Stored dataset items
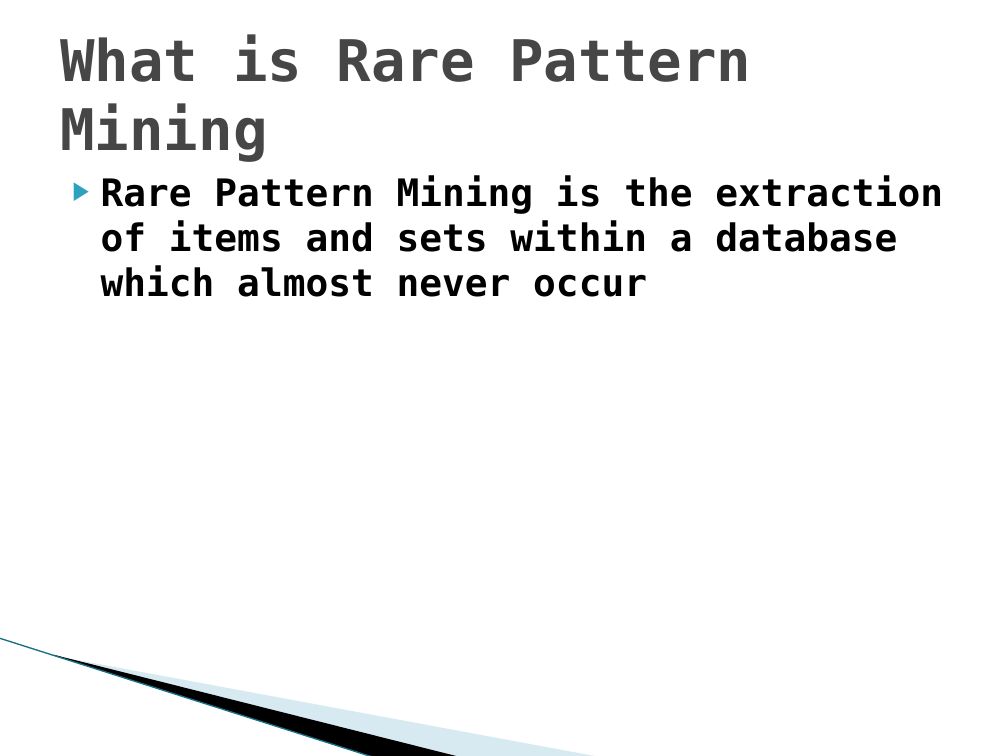
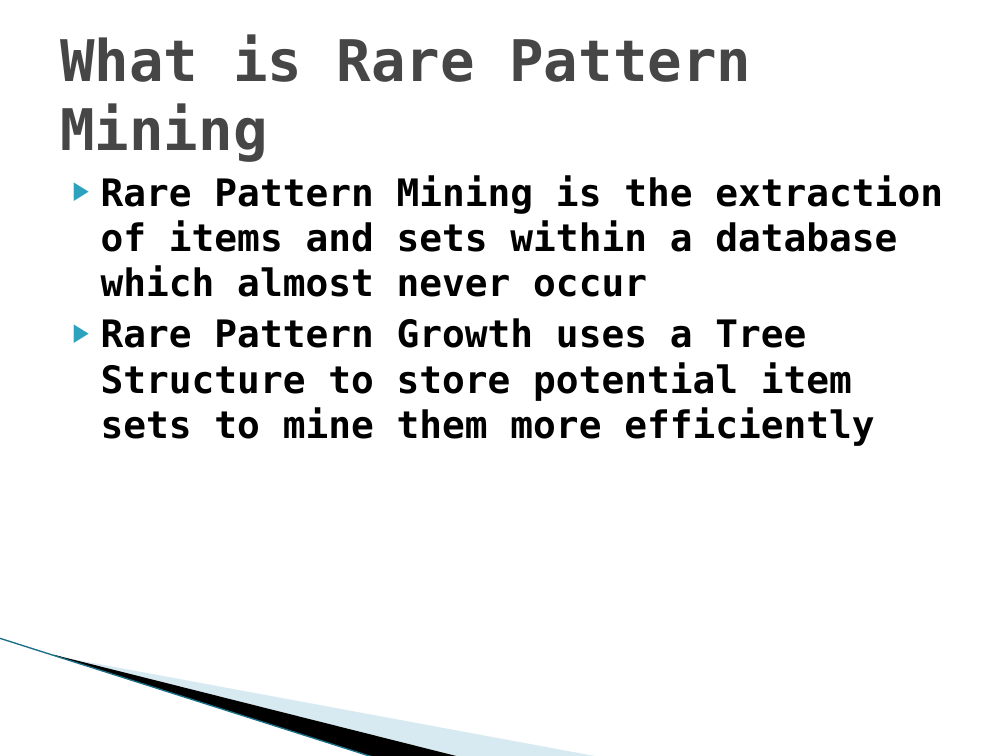
Before and after one commit to smithi35/RarePatternMining, a slide deck: slide 3 of Documentation/Rare Pattern Mining through Rare Pattern Growth.pptx. Drawn at 1008x756 pixels with LibreOffice and Linux fonts; fonts in the diff are those of the drawing; background and template pictures are left out. Boxes give left, top, right and bottom in pixels: in the first picture for what was removed or moved away, otherwise in the second. Text is boxed around its words. In the diff, an @@ line names an element or a change of style, - is before the commit and + after.

```diff
--- a/Documentation/Rare Pattern Mining through Rare Pattern Growth.pptx
+++ b/Documentation/Rare Pattern Mining through Rare Pattern Growth.pptx
@@ text at [101, 318, 874, 446]: paragraph added @@
+▶ Rare Pattern Growth uses a Tree Structure to store potential item sets to mine them more efficiently
```
Also in this commit, not shown: 3 other slides changed, 4 slides added, 2 slides removed, 43 other files.
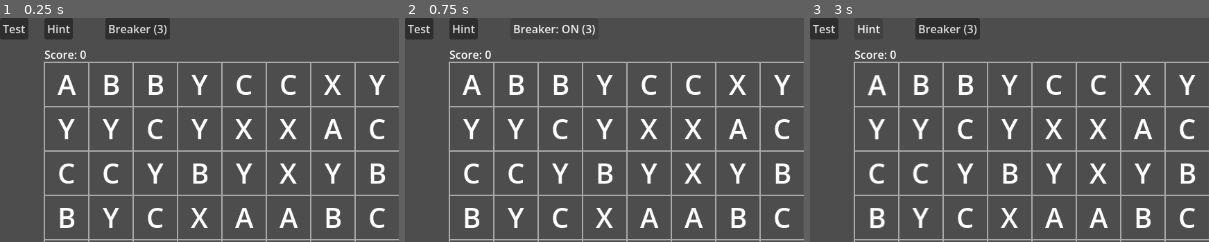
Above: before the commit, frames 1-3 (left to right).
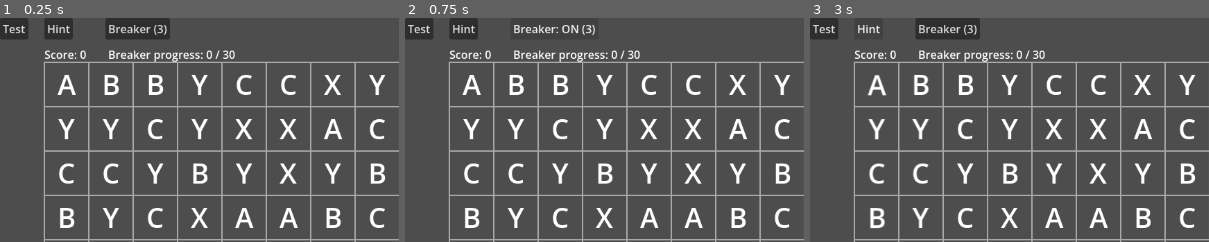
Above: after the commit, the same moments.

Repository: fehudma/godot_projects
Game: Godot game, scene res://Scenes/game.tscn
Same seed, same stepped clock (60 frames per second), same inputs: the game is played once before the commit and once after it.
Inputs:
- Up to frame 1 (0.25 s): no input
- Up to frame 2 (0.75 s): click "Breaker (3)" at 0.5 s
- Up to frame 3 (3 s): click "Breaker: ON (3)" at 1.25 s; click "Test" at 2 s; click "Hint" at 2.75 s
The pictures show only the part of the screen within x 0-50%, y 0-50%; the shares and areas given below are measured in that part.

The runs differ from the first frame. In frame 1, 0.6% of the frame differs, in the area x 27-59%, y 14-20%; in frame 2, 0.6%; in frame 3, 0.6%.

Commit message:
Hide progress when Breakers are full

Diff:
--- a/Scenes/board.gd
+++ b/Scenes/board.gd
@@ -26,6 +26,7 @@
 #==========================onreadies
 @onready var breaker_button: Button = $"../BreakerButton"
 @onready var score_label: Label = $"../ScoreLabel"
+@onready var breaker_progress_label: Label = $"../BreakerProgressLabel"
 
 
 #==========================VARS
@@ -511,6 +512,7 @@
 	pieces_cleared_toward_breaker += matched_pieces.size()
 
 	check_breaker_reward()
+	update_breaker_progress_display()
 	update_score_display()
 
 #Animate matched pieces disappearing
@@ -550,6 +552,19 @@
 		breaker_button.text = "Breaker: ON (" + str(breakers_remaining) + ")"
 	else:
 		breaker_button.text = "Breaker (" + str(breakers_remaining) + ")"
+
+#Update the Breaker progress label
+func update_breaker_progress_display() -> void:
+	if breakers_remaining >= MAX_BREAKERS:
+		breaker_progress_label.text = "Breaker progress: MAX"
+		return
+
+	breaker_progress_label.text = (
+		"Breaker progress: "
+		+ str(pieces_cleared_toward_breaker)
+		+ " / "
+		+ str(BREAKER_PIECES_REQUIRED)
+	)
 #==========================OTHER FUNCTIONS
 #“Where should the center of cell (column, row) be?”
 func _draw() -> void:
--- a/Scenes/game.tscn
+++ b/Scenes/game.tscn
@@ -32,6 +32,13 @@
 offset_bottom = 64.0
 text = "Score: 0"
 
+[node name="BreakerProgressLabel" type="Label" parent="." unique_id=371216888]
+offset_left = 156.0
+offset_top = 41.0
+offset_right = 340.0
+offset_bottom = 64.0
+text = "Breaker progress: 0 / 30"
+
 [connection signal="pressed" from="TestButton" to="Board" method="_on_test_button_pressed"]
 [connection signal="pressed" from="HintButton" to="Board" method="_on_hint_button_pressed"]
 [connection signal="pressed" from="BreakerButton" to="Board" method="_on_breaker_button_pressed"]

- _TASK DIRECTIONS_: The lines in the entries above that carry the word "tscn" must be copied.

- _SOLUTION_:
Game: Godot game, scene res://Scenes/game.tscn
--- a/Scenes/game.tscn
+++ b/Scenes/game.tscn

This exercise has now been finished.